Menurut Munawir (2007) aktiva tidak terbatas pada kekayaan perusahaan yang berwujud saja maupun kekayaan perusahaan yang tidak berwujud. Pada

dasarnya aktiva dapat diklasifikasikan menjadi dua bagian utama yaitu aktiva lancar dan aktiva tidak lancar. Aktiva lancar adalah uang kas dan aktiva lainnya yang dapat diharapkan untuk dicairkan atau ditukarkan menjadi uang tunai, dijual atau dikonsumer dalam periode berikutnya (paling lama satu tahun atau dalam perputaran kegiatan perusahaan yang normal). Aktiva tidak lancar adalah aktiva yang mempunyai umur kegunaan relatif permanen atau jangka panjang (mempuyai umur ekonomis lebih dari satu tahun atau tidak akan habis dalam satu kali perputaran operasi perusahaan).

Hutang adalah semua kewajiban keuangan perusahaan kepada pihak lain yang belum terpenuhi, dimana hutang ini merupakan sumber dana atau modal perusahaan yang berasal dari kreditor. Hutang atau kewajiban dapat dibedakan dalam hutang lancar (hutang jangka pendek) dan hutang tidak lancar (hutang jangka panjang). Hutang lancar atau hutang jangka pendek adalah kewajiban keuangan perusahaan yang pelunasannya atau pembayaran akan dilakukan dalam jangka pendek dengan menggunakan aktiva lancar yang dimiliki perusahaan. Sedangkan hutang jangka panjang adalah kewajiban keuangan yang jangka waktu pembayarannya (jatuh tempo) lebih dari satu tahun (Munawir,2007).

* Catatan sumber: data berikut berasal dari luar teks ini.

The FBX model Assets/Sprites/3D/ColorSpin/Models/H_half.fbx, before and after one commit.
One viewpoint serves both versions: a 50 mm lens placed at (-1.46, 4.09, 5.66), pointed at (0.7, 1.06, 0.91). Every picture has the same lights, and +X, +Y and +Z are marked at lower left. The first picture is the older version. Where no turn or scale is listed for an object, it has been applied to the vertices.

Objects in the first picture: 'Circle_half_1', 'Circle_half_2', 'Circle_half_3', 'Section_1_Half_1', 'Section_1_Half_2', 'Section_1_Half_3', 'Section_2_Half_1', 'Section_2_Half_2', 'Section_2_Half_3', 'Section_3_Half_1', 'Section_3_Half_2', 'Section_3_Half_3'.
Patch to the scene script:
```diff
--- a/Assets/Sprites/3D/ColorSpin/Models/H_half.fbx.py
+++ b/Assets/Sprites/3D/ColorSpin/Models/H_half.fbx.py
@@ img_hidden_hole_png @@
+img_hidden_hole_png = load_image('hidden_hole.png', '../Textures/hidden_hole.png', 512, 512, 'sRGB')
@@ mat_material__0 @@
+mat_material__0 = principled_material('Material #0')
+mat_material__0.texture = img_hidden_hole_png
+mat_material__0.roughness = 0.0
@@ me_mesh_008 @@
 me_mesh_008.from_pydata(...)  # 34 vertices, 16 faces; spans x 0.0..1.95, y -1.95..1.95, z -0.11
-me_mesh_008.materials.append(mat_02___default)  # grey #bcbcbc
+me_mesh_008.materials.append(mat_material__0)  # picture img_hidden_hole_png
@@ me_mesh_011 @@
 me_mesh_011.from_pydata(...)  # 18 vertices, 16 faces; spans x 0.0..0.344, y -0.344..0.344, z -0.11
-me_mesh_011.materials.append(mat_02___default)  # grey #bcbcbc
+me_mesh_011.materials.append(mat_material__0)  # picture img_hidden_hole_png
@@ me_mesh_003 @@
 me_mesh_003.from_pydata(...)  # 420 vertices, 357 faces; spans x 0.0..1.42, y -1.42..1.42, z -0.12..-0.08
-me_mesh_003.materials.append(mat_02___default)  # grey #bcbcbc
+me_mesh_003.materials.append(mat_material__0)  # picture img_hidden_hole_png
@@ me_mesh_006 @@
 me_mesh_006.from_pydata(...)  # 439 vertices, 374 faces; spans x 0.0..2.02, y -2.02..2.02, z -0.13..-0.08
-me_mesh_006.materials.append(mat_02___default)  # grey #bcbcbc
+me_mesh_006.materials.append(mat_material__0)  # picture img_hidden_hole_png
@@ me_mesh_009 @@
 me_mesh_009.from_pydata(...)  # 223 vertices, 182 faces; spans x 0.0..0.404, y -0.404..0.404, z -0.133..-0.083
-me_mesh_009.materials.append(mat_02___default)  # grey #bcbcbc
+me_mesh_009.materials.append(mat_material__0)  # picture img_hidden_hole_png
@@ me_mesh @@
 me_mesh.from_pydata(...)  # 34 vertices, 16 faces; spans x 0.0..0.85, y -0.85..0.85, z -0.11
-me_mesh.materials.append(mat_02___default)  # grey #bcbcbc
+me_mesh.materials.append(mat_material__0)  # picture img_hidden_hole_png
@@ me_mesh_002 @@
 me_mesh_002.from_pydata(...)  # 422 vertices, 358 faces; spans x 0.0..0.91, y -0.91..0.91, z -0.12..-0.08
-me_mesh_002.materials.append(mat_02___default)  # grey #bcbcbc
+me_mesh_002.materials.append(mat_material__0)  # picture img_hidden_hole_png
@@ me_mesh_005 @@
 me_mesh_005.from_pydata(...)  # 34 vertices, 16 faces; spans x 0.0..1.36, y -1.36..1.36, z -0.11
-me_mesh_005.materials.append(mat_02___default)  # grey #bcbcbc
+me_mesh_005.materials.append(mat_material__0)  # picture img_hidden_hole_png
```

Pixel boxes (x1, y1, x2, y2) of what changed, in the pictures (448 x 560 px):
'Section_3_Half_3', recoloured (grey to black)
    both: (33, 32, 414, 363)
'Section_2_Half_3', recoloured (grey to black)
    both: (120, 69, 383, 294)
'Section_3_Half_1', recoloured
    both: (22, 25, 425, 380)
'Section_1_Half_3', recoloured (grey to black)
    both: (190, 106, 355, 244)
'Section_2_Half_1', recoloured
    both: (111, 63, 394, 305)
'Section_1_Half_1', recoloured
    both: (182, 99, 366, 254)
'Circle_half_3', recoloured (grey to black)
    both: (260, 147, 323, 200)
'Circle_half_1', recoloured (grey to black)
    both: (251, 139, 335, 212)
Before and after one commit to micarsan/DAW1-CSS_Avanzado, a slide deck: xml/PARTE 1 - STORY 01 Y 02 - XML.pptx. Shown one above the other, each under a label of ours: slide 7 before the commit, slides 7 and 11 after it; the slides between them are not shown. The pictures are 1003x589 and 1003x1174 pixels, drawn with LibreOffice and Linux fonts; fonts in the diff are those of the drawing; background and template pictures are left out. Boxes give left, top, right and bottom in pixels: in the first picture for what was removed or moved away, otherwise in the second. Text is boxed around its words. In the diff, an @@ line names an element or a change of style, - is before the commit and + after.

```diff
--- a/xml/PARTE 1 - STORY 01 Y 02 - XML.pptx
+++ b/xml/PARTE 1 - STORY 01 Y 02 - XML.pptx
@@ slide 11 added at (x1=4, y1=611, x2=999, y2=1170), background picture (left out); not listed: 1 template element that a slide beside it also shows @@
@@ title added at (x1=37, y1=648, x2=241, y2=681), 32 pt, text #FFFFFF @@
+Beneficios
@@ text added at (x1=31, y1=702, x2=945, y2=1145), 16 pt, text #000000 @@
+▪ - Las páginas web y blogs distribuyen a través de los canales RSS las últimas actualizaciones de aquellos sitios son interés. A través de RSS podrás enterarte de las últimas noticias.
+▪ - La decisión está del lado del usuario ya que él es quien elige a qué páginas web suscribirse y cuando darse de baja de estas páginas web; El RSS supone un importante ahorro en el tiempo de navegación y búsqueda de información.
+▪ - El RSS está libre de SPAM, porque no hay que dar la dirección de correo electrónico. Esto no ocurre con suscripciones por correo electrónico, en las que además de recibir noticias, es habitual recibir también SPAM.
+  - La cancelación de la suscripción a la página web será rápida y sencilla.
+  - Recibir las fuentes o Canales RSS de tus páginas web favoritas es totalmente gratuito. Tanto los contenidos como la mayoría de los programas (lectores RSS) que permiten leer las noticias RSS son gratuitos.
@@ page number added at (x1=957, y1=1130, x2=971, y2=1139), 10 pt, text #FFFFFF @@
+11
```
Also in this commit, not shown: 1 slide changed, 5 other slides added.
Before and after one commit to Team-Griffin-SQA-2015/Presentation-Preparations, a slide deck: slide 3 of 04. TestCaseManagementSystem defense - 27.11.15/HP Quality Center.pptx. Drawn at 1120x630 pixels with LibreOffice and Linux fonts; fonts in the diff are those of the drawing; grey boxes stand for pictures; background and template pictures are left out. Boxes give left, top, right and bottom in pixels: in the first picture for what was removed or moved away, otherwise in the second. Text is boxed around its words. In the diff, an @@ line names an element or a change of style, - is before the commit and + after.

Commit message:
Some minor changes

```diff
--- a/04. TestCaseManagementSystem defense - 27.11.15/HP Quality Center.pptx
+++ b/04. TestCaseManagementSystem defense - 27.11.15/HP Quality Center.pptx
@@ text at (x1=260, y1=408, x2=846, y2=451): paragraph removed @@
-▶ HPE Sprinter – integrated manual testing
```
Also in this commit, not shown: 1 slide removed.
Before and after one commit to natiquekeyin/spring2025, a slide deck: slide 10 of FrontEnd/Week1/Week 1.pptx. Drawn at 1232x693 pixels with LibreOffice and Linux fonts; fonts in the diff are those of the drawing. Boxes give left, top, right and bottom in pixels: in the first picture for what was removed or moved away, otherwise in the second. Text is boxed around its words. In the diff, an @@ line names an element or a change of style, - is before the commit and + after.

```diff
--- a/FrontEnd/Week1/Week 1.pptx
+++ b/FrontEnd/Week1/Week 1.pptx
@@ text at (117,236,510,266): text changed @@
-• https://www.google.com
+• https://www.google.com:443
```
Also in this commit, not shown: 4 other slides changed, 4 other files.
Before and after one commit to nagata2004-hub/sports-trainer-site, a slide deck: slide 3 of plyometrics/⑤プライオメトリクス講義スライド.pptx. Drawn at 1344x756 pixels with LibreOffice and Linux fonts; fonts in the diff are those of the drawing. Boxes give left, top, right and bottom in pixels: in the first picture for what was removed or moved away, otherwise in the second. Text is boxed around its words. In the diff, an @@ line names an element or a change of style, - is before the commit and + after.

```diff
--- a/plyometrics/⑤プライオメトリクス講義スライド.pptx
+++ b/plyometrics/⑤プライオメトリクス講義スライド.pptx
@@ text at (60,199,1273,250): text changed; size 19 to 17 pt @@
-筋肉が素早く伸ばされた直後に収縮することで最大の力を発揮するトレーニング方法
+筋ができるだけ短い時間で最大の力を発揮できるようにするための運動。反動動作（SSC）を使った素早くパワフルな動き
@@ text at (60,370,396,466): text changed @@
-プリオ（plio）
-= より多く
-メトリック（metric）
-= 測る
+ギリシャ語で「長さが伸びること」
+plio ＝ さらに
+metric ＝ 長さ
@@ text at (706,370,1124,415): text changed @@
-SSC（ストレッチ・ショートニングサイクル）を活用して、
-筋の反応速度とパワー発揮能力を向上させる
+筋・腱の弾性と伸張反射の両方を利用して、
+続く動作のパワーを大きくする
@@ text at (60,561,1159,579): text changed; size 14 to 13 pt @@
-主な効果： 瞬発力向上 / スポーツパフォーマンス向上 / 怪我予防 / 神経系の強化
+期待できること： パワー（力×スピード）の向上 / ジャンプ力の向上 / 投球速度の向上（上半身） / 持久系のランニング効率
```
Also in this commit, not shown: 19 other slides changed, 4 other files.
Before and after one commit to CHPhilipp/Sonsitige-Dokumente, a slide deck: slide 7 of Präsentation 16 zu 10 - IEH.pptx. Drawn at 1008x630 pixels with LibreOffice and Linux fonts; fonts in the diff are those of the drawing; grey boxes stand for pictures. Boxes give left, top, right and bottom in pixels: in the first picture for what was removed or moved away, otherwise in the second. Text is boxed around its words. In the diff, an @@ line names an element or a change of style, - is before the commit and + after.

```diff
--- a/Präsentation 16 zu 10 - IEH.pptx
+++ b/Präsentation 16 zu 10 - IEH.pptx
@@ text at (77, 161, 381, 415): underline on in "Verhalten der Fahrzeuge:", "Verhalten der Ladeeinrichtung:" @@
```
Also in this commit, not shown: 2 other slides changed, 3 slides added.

Komponen yang terakhir adalah modal, menurut Munawir (2007) modal adalah hak atau bagian yang dimiliki oleh pemilik perusahaan yang ditunjukkan dalam pos modal (modal saham), surplus dan laba yang ditahan. Atau kelebihan nilai aktiva yang dimiliki oleh perusahaan terhadap seluruh hutang-hutangnya.

2.2.2. Laporan Rugi Laba.

Laporan rugi laba adalah laporan yang merangkum pendapatan dan beban perusahaan selama suatu periode akuntansi, biasanya satu kuartal atau satu tahun. Sedangkan menurut Munawir (2007), laporan rugi laba adalah suatu laporan yang sistimatis tentang penghasilan biaya, laba rugi yang diperoleh oleh suatu perusahaan selama periode tertentu. Walaupun belum ada keseragaman tentang susunan laporan rugi laba bagi tiap perusahaan, namun prinsip-prinsip yang umumnya diterapkan adalah sebagai berikut:

1. Bagian pertama menunjukkan penghasilan yang diperoleh dari usaha pokok perusahaan (penjualan barang dagangan atau service) diikuti dengan harga pokok dari barang atau service yang dijual sehingga diperoleh laba kotor.

2. Bagian kedua menunjukkan biaya-biaya operasional yang terdiri dari penjualan dan biaya umum atau administrasi.

3. Bagian ketiga menunjukkan hasil-hasil yang diperoleh dari luar operasi pokok perusahaan yang diikuti dengan biaya-biaya yang terjadi di luar usaha pokok perusahaan.

4. Bagian keempat menunjukkan laba atau rugi yang insidentil sehingga akhirnya diperoleh laba bersih sebelum pajak pendapatan.